Singapore’s government introduced two support packages in February and March.
Companies are eligible for a tax-exempt cash grant to cover the first S$4,600 of gross monthly salary per employee for October to December 2019 and February to August 2020. However, details vary by industry and are more generous towards retail, travel and tourism.
The government has also passed increases to the Wage Credit Scheme, which provides partial state funding for people earning up to S$4,000 a month. For 2019 and 2020 the limit will be raised to S$5,000. The government’s share of funding will also increase for the two years covered, and payouts were brought forward to June.

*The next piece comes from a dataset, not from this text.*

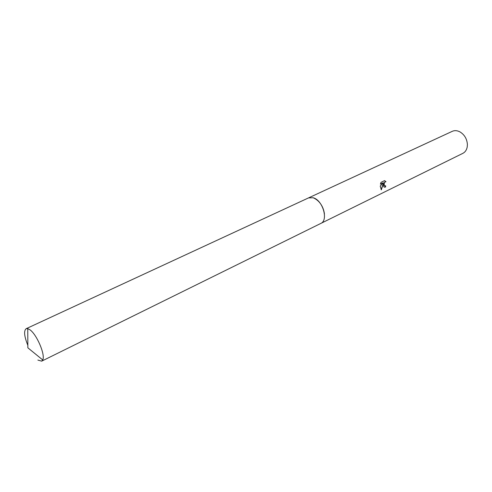 <?xml version="1.0" encoding="UTF-8"?>
<svg xmlns="http://www.w3.org/2000/svg" width="492" height="492" viewBox="0 0 492 492"><rect width="100%" height="100%" fill="white"/><g stroke="black" fill="none" stroke-linecap="round" stroke-linejoin="round"><path stroke-width="0.74" d="M37.872 360.076L41.672 361.153L320.753 223.46C328.699 220.391 322.789 200.139 313.17 197.753C319.296 200.447 323.059 205.877 324.456 214.032C323.631 208.005 321.012 203.178 316.577 199.555M384.572 180.644L385.986 181.72C384.609 181.935 384.031 183.018 384.252 184.967L384.658 185.742L385.673 185.822L385.562 187.071L383.957 186.966L383.299 185.429L383.25 183.75L381.331 189.863L380.218 186.081L383.311 182.778L380.421 184.174L381.017 182.354L384.572 180.638M320.932 223.374L462.8 153.375C465.143 152.163 466.613 150.029 467.209 146.991L467.4 144.562C467.006 138.959 464.54 134.746 460.002 131.911C457.259 130.466 454.676 130.275 452.259 131.333L308.712 197.821M384.775 185.859L384.406 185.675C383.52 183.676 383.963 182.335 385.728 181.646L385.986 181.72M385.728 181.646L384.523 180.662M384.32 187.206L385.298 187.003L385.408 185.921M381.109 189.697L383.25 183.75M380.47 183.953L383.311 182.778M41.672 361.153L42.73 359.941C45.59 354.935 36.593 333.988 29.674 329.609L27.761 328.631L26.156 328.699C23.665 330.79 24.225 336.344 27.841 345.347M313.17 197.753L308.533 197.901L26.156 328.699M27.761 328.631L27.853 347.819L42.73 359.941"/></g></svg>
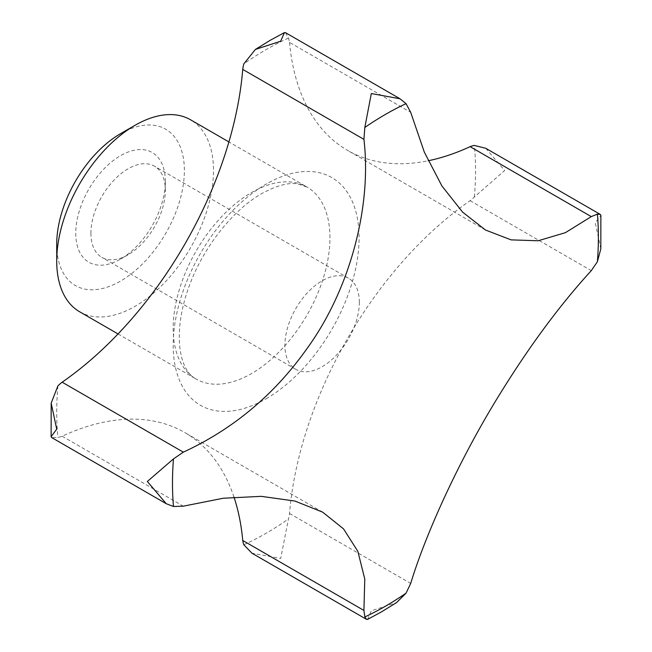 <?xml version="1.0" encoding="UTF-8"?>
<svg xmlns="http://www.w3.org/2000/svg" width="652" height="652" viewBox="0 0 652 652"><rect width="100%" height="100%" fill="white"/><g stroke="black" fill="none" stroke-linecap="round" stroke-linejoin="round"><path stroke-width="0.49" stroke-dasharray="3.26 2.44" d="M79.674 311.795A110.864 64.002 120 0 0 165.103 282.096A110.864 64.002 120 0 0 213.497 170.531A110.864 64.002 120 0 0 190.539 119.781M56.716 244.239A90.269 52.119 120 0 0 120.547 281.093A90.269 52.119 120 0 0 184.377 170.531A90.269 52.119 120 0 0 120.547 133.676M485.74 148.281L504.664 170.531L474.354 196.985A33.488 19.332 -60 0 1 470.116 200.677A285.071 164.589 120 0 0 289.521 513.466A33.488 19.332 -60 0 1 288.445 518.992L280.686 558.462L251.957 553.206M367.573 619.4L371.314 610.785L396.579 602.578M359.342 302.275A52.633 30.391 120 0 0 348.437 278.176A52.633 30.391 120 0 0 307.883 292.283A52.633 30.391 120 0 0 284.908 345.25A52.633 30.391 120 0 0 295.804 369.342A52.633 30.391 120 0 0 336.367 355.242A52.633 30.391 120 0 0 359.342 302.275M90.905 233.245A52.633 30.391 120 0 0 101.802 257.336A52.633 30.391 120 0 0 128.126 254.736A52.633 30.391 120 0 0 165.339 190.27A52.633 30.391 120 0 0 154.442 166.17A52.633 30.391 120 0 0 113.88 180.278A52.633 30.391 120 0 0 90.905 233.245M165.339 181.517A63.35 36.577 120 0 0 120.547 155.657A63.35 36.577 120 0 0 75.754 233.245A63.35 36.577 120 0 0 120.547 259.105A63.35 36.577 120 0 0 165.339 181.517L165.339 190.27M233.978 497.085A285.071 164.589 120 0 0 184.687 432.488A285.071 164.589 120 0 0 62.144 436.212A33.488 19.332 -60 0 1 57.906 437.419L51.663 437.557M62.144 436.212L183.326 506.172M600.818 248.836L595.284 222.854L600.875 215.307M470.116 200.677L591.291 270.637M285.446 32.641L288.445 38.118A33.488 19.332 -60 0 1 289.521 42.388L410.703 112.356M289.521 42.388A285.071 164.589 120 0 0 347.565 150.384A285.071 164.589 120 0 0 428.152 160.767M289.521 513.466L410.703 583.434M266.13 398.763A131.451 75.893 120 0 0 359.081 237.768A131.451 75.893 120 0 0 266.13 184.108A131.451 75.893 120 0 0 173.179 345.095A131.451 75.893 120 0 0 266.13 398.763M329.961 237.768A110.864 64.002 120 0 0 307.002 187.018A110.864 64.002 120 0 0 251.574 192.511A110.864 64.002 120 0 0 173.179 328.29A110.864 64.002 120 0 0 196.138 379.04A110.864 64.002 120 0 0 251.574 373.547A110.864 64.002 120 0 0 329.961 237.768M288.445 38.118A296.155 170.987 120 0 0 266.13 49.625A296.155 170.987 120 0 0 243.815 63.88M243.815 544.754A296.155 170.987 120 0 0 266.13 533.246A296.155 170.987 120 0 0 288.445 518.992M474.354 196.985A296.155 170.987 120 0 0 474.354 145.453M57.906 385.886A296.155 170.987 120 0 0 57.906 437.419M118.036 333.946L196.138 379.04C178.526 370.214 172.332 331.542 189.251 285.983C203.212 247.173 233.473 209.398 261.868 193.53C276.684 185.502 288.64 182.307 297.736 183.929L307.002 187.018L228.901 141.932M295.804 369.342L101.802 257.336M128.126 254.736L120.547 259.105M348.437 278.176L154.442 166.17M322.667 512.146L184.687 432.488M485.544 230.042L347.565 150.384"/><path stroke-width="0.98" d="M371.314 93.538L364.827 127.466L363.922 139.365C371.909 206.122 350.214 288.534 307.858 347.386C275.136 394.004 233.62 428.934 183.326 452.154L173.481 458.886L147.336 481.469L166.26 503.719L173.481 506.482L183.326 506.172L223.277 498.242L261.248 496.343L294.957 501.054L322.667 512.154L343.498 528.837L357.842 551.331L364.778 579.009L363.922 610.443L364.827 616.955L366.546 619.359L367.573 619.4L381.607 611.804L396.579 602.578L406.041 593.157L410.703 583.434C426.75 530.557 461.567 455.715 499.668 394.411C529.465 346.098 560.011 304.843 591.291 270.637L597.387 261.737L600.818 248.836L600.875 215.307L600.329 214.435L597.387 214.141L591.291 216.619L565.406 232.666L538.161 240.767L511.07 239.871L485.544 230.034L462.635 212.153L441.926 185.983L424.33 152.152L410.703 112.356L406.041 103.668L400.043 98.794L371.314 93.538M228.901 141.932L190.539 119.781A110.864 64.002 120 0 0 135.103 125.274L120.547 133.676A90.269 52.119 120 0 0 56.716 244.239L56.716 261.044A110.864 64.002 120 0 0 79.674 311.795L118.036 333.946M166.26 503.719L51.663 437.557L51.125 436.693L56.716 429.146L51.182 403.164L57.906 385.886A33.488 19.332 -60 0 1 62.144 382.194A285.071 164.589 120 0 0 242.74 69.397A33.488 19.332 -60 0 1 243.815 63.88L255.421 49.422L280.686 41.215L284.427 32.6L285.446 32.641L400.043 98.794M366.546 619.359L251.957 553.206L243.815 544.754A33.488 19.332 -60 0 1 242.74 540.475L363.922 610.443M62.144 382.194L183.326 452.154M242.74 69.397L363.922 139.365M242.74 540.475A285.071 164.589 120 0 0 233.978 497.085M428.152 160.767A285.071 164.589 120 0 0 470.116 146.659A33.488 19.332 -60 0 1 474.354 145.453L485.74 148.281L600.329 214.435M470.116 146.659L591.291 216.619M135.103 125.274A110.864 64.002 120 0 0 56.716 261.044M406.041 103.668A301.159 173.88 120 0 0 385.43 114.418A301.159 173.88 120 0 0 364.827 127.466M364.827 616.955A301.159 173.88 120 0 0 385.43 606.213A301.159 173.88 120 0 0 406.041 593.157M173.481 458.886A301.159 173.88 120 0 0 173.481 506.482M597.387 261.737A301.159 173.88 120 0 0 597.387 214.141M284.427 32.6L270.393 40.196L255.421 49.422M51.182 403.164L51.125 436.693"/></g></svg>

There are strict eligibility criteria for Singapore’s programmes which include bridging loans, trade financing support and working capital loans for small businesses. Companies must be physically based in Singapore and have at least 30% of equity owned by Singapore citizens or permanent residents.
Corporate tax payments due in April, May and June have been deferred until July, August and September respectively, while non-residential properties are eligible for a property tax rebate of between 30% and 100% for the 2020 calendar year, depending on their use.
Foreign worker levies have been waived for April and May, and companies paying this levy could be entitled to a rebate.
However, CFOs need to be aware that specific criteria for different parts of the support measures could have consequences for contractual obligations or parts of company operations.
The government of the United Arab Emirates has been less interventionist in its approach. Its low-tax economy means there are few opportunities to defer or waive taxes.
The Targeted Economic Support Scheme, introduced on 15 March, provides temporary relief from principal and interest payments for private sector companies.
It includes a AED50bn ($14bn) fund for collateralised loans to banks to encourage them to lend more to corporate customers. A similar amount has been released through the relaxation of capital buffers for banks.
Examples of available relief measures include the granting of permission to renew commercial licences without mandatory renewal of lease contracts, and a three-month, 10% reduction on water and electricity bills for residential and commercial property.
The federal UAE government is also incentivising banks to moderate enforcement actions against smaller company borrowers, while due to its number of non-resident staff, labour laws have also been amended around redundancies, enabling employees to more easily get back into the job market.